(Data extracted from a collection)
==============================
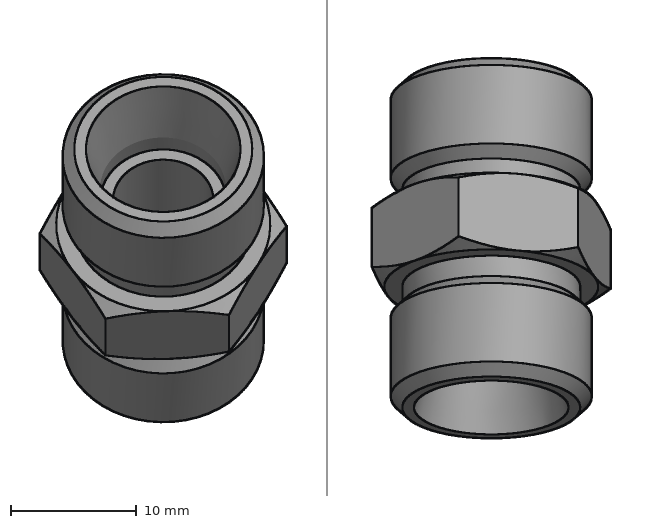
import cadquery as cq
import math

length = 27.0
half_length = length / 2
thread_radius = 16.0 / 2
neck_radius = 14.15 / 2
thread_chamfer = thread_radius - neck_radius

hex_across_flats = 17.0
hex_height = 6.5
hex_sides = 6
hex_half_side_angle = 180.0 / hex_sides
hex_chamfer_angle = 30.0
trim_clearance = 0.55
neck_length = 1.73

passage_radius = 8.0 / 2
socket_radius = 10.0 / 2
socket_depth = 7.0
cone_mouth_radius = 12.28 / 2
cone_half_angle = 12.0
cone_depth = (cone_mouth_radius - socket_radius) / math.tan(math.radians(cone_half_angle))


def revolve_half(profile):
    """Revolve (radius, height) points about the Z axis."""
    return cq.Workplane("XZ").polyline(profile).close().revolve(360, (0, 0), (0, 1))


def both_ends(upper_half):
    return upper_half.union(upper_half.mirror("XY"))


def threaded_body():
    neck_top = hex_height / 2 + neck_length
    return both_ends(revolve_half([
        (0, 0),
        (neck_radius, 0),
        (neck_radius, neck_top),
        (thread_radius, neck_top + thread_chamfer),
        (thread_radius, half_length - thread_chamfer),
        (neck_radius, half_length),
        (0, half_length),
    ]))


def hex_collar():
    flat_radius = hex_across_flats / 2
    corner_radius = flat_radius / math.cos(math.radians(hex_half_side_angle))
    prism = (
        cq.Workplane("XY")
        .polygon(hex_sides, 2 * corner_radius)
        .extrude(hex_height / 2, both=True)
        .rotate((0, 0, 0), (0, 0, 1), hex_half_side_angle)
    )
    cone_radius = corner_radius + trim_clearance
    cone_drop = (cone_radius - flat_radius) * math.tan(math.radians(hex_chamfer_angle))
    trimming_cone = both_ends(revolve_half([
        (0, 0),
        (cone_radius, 0),
        (cone_radius, hex_height / 2 - cone_drop),
        (flat_radius, hex_height / 2),
        (0, hex_height / 2),
    ]))
    return prism.intersect(trimming_cone)


def stepped_bore():
    return both_ends(revolve_half([
        (0, 0),
        (passage_radius, 0),
        (passage_radius, half_length - socket_depth),
        (socket_radius, half_length - socket_depth),
        (socket_radius, half_length - cone_depth),
        (cone_mouth_radius, half_length),
        (0, half_length),
    ]))


result = threaded_body().union(hex_collar()).cut(stepped_bore())
==============================
Goal of the exercise - Print every entry exactly; omit the pictures.

Output below -
import cadquery as cq
import math

length = 27.0
half_length = length / 2
thread_radius = 16.0 / 2
neck_radius = 14.15 / 2
thread_chamfer = thread_radius - neck_radius

hex_across_flats = 17.0
hex_height = 6.5
hex_sides = 6
hex_half_side_angle = 180.0 / hex_sides
hex_chamfer_angle = 30.0
trim_clearance = 0.55
neck_length = 1.73

passage_radius = 8.0 / 2
socket_radius = 10.0 / 2
socket_depth = 7.0
cone_mouth_radius = 12.28 / 2
cone_half_angle = 12.0
cone_depth = (cone_mouth_radius - socket_radius) / math.tan(math.radians(cone_half_angle))


def revolve_half(profile):
    """Revolve (radius, height) points about the Z axis."""
    return cq.Workplane("XZ").polyline(profile).close().revolve(360, (0, 0), (0, 1))


def both_ends(upper_half):
    return upper_half.union(upper_half.mirror("XY"))


def threaded_body():
    neck_top = hex_height / 2 + neck_length
    return both_ends(revolve_half([
        (0, 0),
        (neck_radius, 0),
        (neck_radius, neck_top),
        (thread_radius, neck_top + thread_chamfer),
        (thread_radius, half_length - thread_chamfer),
        (neck_radius, half_length),
        (0, half_length),
    ]))


def hex_collar():
    flat_radius = hex_across_flats / 2
    corner_radius = flat_radius / math.cos(math.radians(hex_half_side_angle))
    prism = (
        cq.Workplane("XY")
        .polygon(hex_sides, 2 * corner_radius)
        .extrude(hex_height / 2, both=True)
        .rotate((0, 0, 0), (0, 0, 1), hex_half_side_angle)
    )
    cone_radius = corner_radius + trim_clearance
    cone_drop = (cone_radius - flat_radius) * math.tan(math.radians(hex_chamfer_angle))
    trimming_cone = both_ends(revolve_half([
        (0, 0),
        (cone_radius, 0),
        (cone_radius, hex_height / 2 - cone_drop),
        (flat_radius, hex_height / 2),
        (0, hex_height / 2),
    ]))
    return prism.intersect(trimming_cone)


def stepped_bore():
    return both_ends(revolve_half([
        (0, 0),
        (passage_radius, 0),
        (passage_radius, half_length - socket_depth),
        (socket_radius, half_length - socket_depth),
        (socket_radius, half_length - cone_depth),
        (cone_mouth_radius, half_length),
        (0, half_length),
    ]))


result = threaded_body().union(hex_collar()).cut(stepped_bore())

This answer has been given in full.